On Saturday a large group gathered under a tent in the parking lot between City Hall and the Historical Society's Museum to commemorate the City's Sesquicentennial 1865 to 2015. For the celebration, Eric Jylha gave a short history of the area. Ron Bloomfield talked about the opening of the time capsule. Dignitaries like State Representative Charlie Bruner and Mayor Chris Shannon presented proclamations and recognitions.

On the other side of the river re-enactors portrayed the history of the Great Lakes and the country in general for the 26th year. River of Time is one of the largest re-enactments in the region and the only on that covers the entire time-line from French trappers in the 1600's to Revolutionary War, the Civil War, Westward expansion, the World War eras and Vietnam.

Friday is traditionally reserved for schools and classes from all over the area come to view living history. Saturday and Sunday are open to the public. The entire weekend is free. Visitors stroll through the park and stop to learn from experts about how people lived in years past.

Saturday was full of activities including a fly over by early military observation planes. They came in low and made a couple of passes to the delight of everyone. Later the tall ship Appledore sailed up the river to participate in an naval attack against soldiers on shore. The soldiers seemed to be having fun as every era was represented by guys who wanted to shoot their guns. It was noisy and a delight for all.

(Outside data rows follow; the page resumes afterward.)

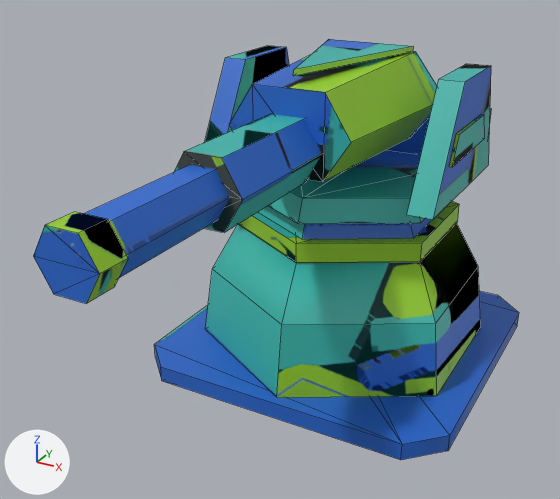
An edit to the FBX model Tools/ModelFactory/R4SixStyles1/models/03_ArcadeLowPoly/R4W_Basic/R4W_Basic_LOD1.fbx, drawn before and after from the same camera.
Rendered twice from a 50 mm lens placed at (0.466, -1.073, 0.423), pointed at (-0.017, -0.195, -0.016). Arrows for +X, +Y and +Z are at lower left; the lights stay in place. The first picture is the older version. Mesh edges are drawn as thin lines. Vertices at exactly the same position are counted once.

The first picture shows 'R4W_Basic_LOD1'.
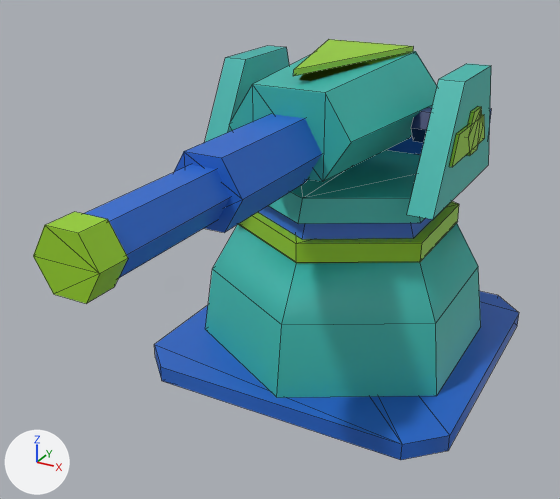
Scene script edits in JSON lines:
```json
{"block": "me_r4w_basic_base_002", "where": "# used by ob_r4w_basic_lod1; location = (0.0, 0.0, 0.0)"}
{"block": "me_r4w_basic_base_002", "where": "# verts and faces of me_r4w_basic_base_002; kept vertices keep their numbers, new ones are numbered from 162"}
{"block": "me_r4w_basic_base_002", "where": "# before: 52 (0.13, 0.075, 0.014), 53 (0.0, 0.15, 0.014), 54 (-0.13, 0.075, 0.014), 55 (-0.13, -0.075, 0.014), 56 (0.0, -0.15, 0.014)"}
{"block": "me_r4w_basic_base_002", "where": "# before: 57 (0.13, -0.075, 0.014)"}
{"block": "me_r4w_basic_base_002", "where": "# before: 132 (0.05, -0.4, 0.135) at pixel (242, 199), 134 (-0.025, -0.4, 0.178) at pixel (183, 151), 135 (-0.05, -0.4, 0.135), 136 (-0.025, -0.4, 0.092)"}
{"op": "remove", "block": "me_r4w_basic_base_002", "code": "me_r4w_basic_base_002.from_pydata(...)  # 162 vertices, 173 faces; spans x -0.25..0.25, y -0.618..0.25, z -0.26..0.235"}
{"op": "add", "block": "me_r4w_basic_base_002", "code": "me_r4w_basic_base_002.from_pydata(...)  # 210 vertices, 229 faces; spans x -0.25..0.25, y -0.618..0.25, z -0.26..0.235"}
{"block": "me_r4w_basic_base_002", "change": "me_r4w_basic_base_002 part 1: a new loose piece, a 6-sided cylinder along x spanning x 0.104..0.168, y -0.026..0.026, z 0.112..0.158, in mat_r4w_basic_03_arcadelowpoly"}
{"block": "me_r4w_basic_base_002", "change": "me_r4w_basic_base_002 part 2: a new loose piece, a 6-sided cylinder along x spanning x 0.1855..0.191, y -0.036..0.036, z 0.1038..0.1662, in mat_r4w_basic_03_arcadelowpoly"}
{"block": "me_r4w_basic_base_002", "change": "me_r4w_basic_base_002 part 3"}
{"op": "add", "block": "me_r4w_basic_base_002", "code": "for i in [*range(52, 58)]: verts[i] += (0.0, 0.0, 0.002)"}
{"block": "me_r4w_basic_base_002", "change": "me_r4w_basic_base_002 part 4"}
{"op": "add", "block": "me_r4w_basic_base_002", "code": "delete_faces([(132, 134, 135), (132, 135, 136)])"}
{"op": "add", "block": "me_r4w_basic_base_002", "code": "faces += [(132, 134, 136), (134, 135, 136)]"}
{"block": "me_r4w_basic_base_002", "change": "me_r4w_basic_base_002 part 5: 136 kept faces spanning x -0.25..0.25, y -0.618..0.25, z -0.26..0.235 get new texture (UV) coordinates"}
{"block": "me_r4w_basic_base_002", "change": "other edits to the shape of me_r4w_basic_base_002 do not show in these pictures"}
```

Changed parts and their boxes (x1, y1, x2, y2) in the pictures (560 x 499 px; the box of a moved part takes in the faces that stretch with it):
```json
{"part": 1, "of": "me_r4w_basic_base_002", "change": "added", "after": [411, 108, 432, 142], "on screen": "blue"}
{"part": 2, "of": "me_r4w_basic_base_002", "change": "added", "after": [467, 106, 483, 156], "on screen": "green"}
{"part": 3, "of": "me_r4w_basic_base_002", "change": "moved or reshaped", "before": [259, 206, 433, 239], "after": [259, 206, 433, 239]}
{"part": 4, "of": "me_r4w_basic_base_002", "change": "moved or reshaped", "before": [174, 152, 242, 208], "after": [174, 152, 242, 208]}
{"part": 5, "of": "me_r4w_basic_base_002", "change": "surface changed", "before": [33, 39, 491, 401], "after": [33, 39, 491, 401]}
```

Highlights of the events are the fife and drum corps that frequently march through the camp. And every hour or so Civil War soldiers fire their cannon across the river. The boom can be heard all over town. The new buildings across the river at Uptown enhanced the boom as the sound echoed back.

Many of the re-enactors are old favorites who have been coming to the rendezvous for years. Others are recent additions. Gale Bereus and his son Drew play the part of French trappers and traders from the 1680 to 1740 period. Their camp included an Indian teepee, birch bark canoe, and blankets covered with trade goods from beads to fishhooks and seeds to axes. The pair have been doing this for a number of years and typically travel to about six events a year. They are usually accompanied by another re-enactor who portrays a Native American.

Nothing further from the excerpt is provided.